Tous les 21 juin, le Burundi se joint au monde pour célébrer la musique. Mais les chanteurs burundais peinent encore à en tirer amplement profit. Et même si l’Office Burundais des Droits d’Auteur (OBDA) existe depuis 2015, seules 99 œuvres y ont déjà été inscrites…
« Quand est-ce qu’allons-nous vivre de la musique comme ceux que nous voyons à longueur de journée à la télé ? », se lamente le rappeur B-Face dans son single « Ibiri ku mutima bitanu ». Dans ce morceau, il balance ses quatre vérités sur la galère qu’endurent les musiciens Burundais, illustrée par sa propre expérience : « Nommé rappeur de l’année, j’ai reçu une récompense ne comportant même pas deux milles francs » lâche-t-il dans son flow. Difficile de croire qu’il aurait été tenté par le simple plaisir de clasher ou se complaire dans une jérémiade.
Loin des punchlines, marque déposée de l’univers du hiphop, c’est une triste réalité que ce cador de Buja Fleva fait remonter à la surface. La production d’un son susceptible de propulser son auteur sur un niveau supérieur est le rêve de chaque artiste musicien. Et pour y arriver, faire sauter sa tirelire est une option envisageable. Il va sans dire, un hit, ça peut couter les yeux de la tête. En retour, peu sont ceux qui parviennent à se payer le luxe de vivre décemment de la sueur de leur labeur.

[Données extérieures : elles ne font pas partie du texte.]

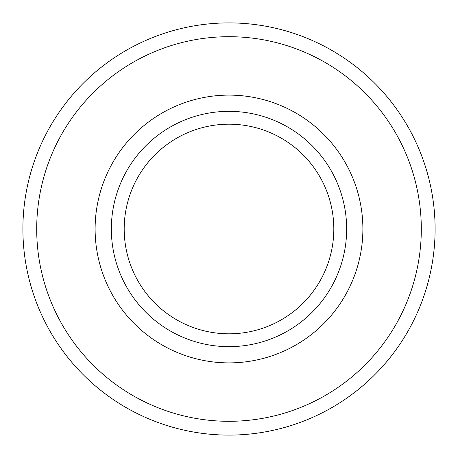 <?xml version="1.0" encoding="UTF-8"?>
<svg xmlns="http://www.w3.org/2000/svg" width="458" height="458" viewBox="0 0 458 458"><rect width="100%" height="100%" fill="white"/><g stroke="black" fill="none" stroke-linecap="round" stroke-linejoin="round"><path stroke-width="0.69" d="M435.1 229A206.1 206.1 0 0 0 125.95 50.512A206.1 206.1 0 0 0 125.95 407.488A206.1 206.1 0 0 0 435.1 229M421.308 229A192.308 192.308 0 0 0 132.849 62.46A192.308 192.308 0 0 0 132.849 395.54A192.308 192.308 0 0 0 421.308 229M346.654 229A117.654 117.654 0 0 0 170.17 127.106A117.654 117.654 0 0 0 170.17 330.894A117.654 117.654 0 0 0 346.654 229M333.813 229A104.813 104.813 0 0 0 176.593 138.23A104.813 104.813 0 0 0 176.593 319.77A104.813 104.813 0 0 0 333.813 229M362.885 229A133.885 133.885 0 0 0 162.058 113.052A133.885 133.885 0 0 0 162.058 344.948A133.885 133.885 0 0 0 362.885 229"/></g></svg>

Les musiciens et leur part de responsabilité
Cette situation perdure alors qu’il n’y a pas de vide juridique en matière de protection des droits de la propriété intellectuelle : en 2005, promulgation de la loi sur le droit d’auteur, et en 2015, décret instituant l’OBDA: «Pour arriver à tout cela, nous avons bataillé. Une année avant nous avions mené une manifestation pour exprimer notre colère face à cette ignorance dont nous étions victimes», se souvient Freddy Kwizera plus connu sous le nom de Botchum, producteur et président de l’Amicale des musiciens du Burundi (AMB).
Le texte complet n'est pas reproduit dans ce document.